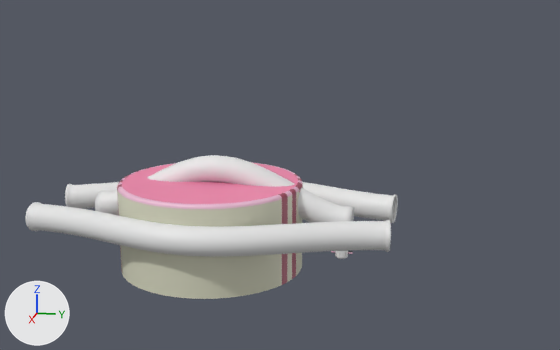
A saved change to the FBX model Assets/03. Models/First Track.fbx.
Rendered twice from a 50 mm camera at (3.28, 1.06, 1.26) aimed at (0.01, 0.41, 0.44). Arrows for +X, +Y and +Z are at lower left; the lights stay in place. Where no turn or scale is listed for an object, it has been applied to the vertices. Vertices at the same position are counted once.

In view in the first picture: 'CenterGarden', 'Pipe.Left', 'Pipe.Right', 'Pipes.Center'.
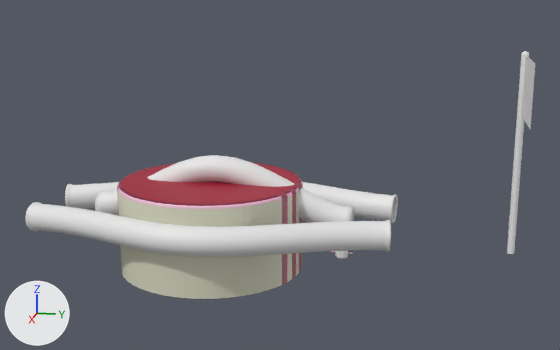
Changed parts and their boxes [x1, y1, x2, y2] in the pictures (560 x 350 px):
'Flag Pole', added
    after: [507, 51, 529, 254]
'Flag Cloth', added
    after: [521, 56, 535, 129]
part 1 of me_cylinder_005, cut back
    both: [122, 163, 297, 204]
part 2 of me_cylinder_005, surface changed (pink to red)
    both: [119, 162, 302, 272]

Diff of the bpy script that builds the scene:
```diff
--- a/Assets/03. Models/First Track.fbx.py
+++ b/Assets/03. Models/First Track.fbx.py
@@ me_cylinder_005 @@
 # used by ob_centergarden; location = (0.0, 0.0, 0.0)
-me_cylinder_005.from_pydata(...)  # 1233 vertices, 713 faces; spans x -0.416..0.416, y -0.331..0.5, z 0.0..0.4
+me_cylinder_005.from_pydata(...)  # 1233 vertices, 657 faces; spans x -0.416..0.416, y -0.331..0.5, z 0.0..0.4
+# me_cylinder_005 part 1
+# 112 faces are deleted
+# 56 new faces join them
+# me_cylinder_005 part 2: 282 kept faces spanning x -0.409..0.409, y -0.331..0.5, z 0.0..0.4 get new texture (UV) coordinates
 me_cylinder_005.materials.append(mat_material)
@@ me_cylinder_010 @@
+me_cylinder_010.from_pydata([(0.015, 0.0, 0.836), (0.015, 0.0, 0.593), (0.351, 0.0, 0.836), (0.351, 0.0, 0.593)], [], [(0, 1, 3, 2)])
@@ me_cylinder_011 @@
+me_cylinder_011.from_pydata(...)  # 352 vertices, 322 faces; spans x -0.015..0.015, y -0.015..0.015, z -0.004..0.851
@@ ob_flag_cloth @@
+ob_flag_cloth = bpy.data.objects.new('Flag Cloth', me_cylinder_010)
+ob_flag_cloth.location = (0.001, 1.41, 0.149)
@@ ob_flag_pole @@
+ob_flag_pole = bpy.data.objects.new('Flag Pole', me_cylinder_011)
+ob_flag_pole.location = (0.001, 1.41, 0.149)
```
———
=== TASK ITEM ===
In the data above, how many lines contain the word "objects"? Only the number is wanted.

=== FINAL ANSWER ===
2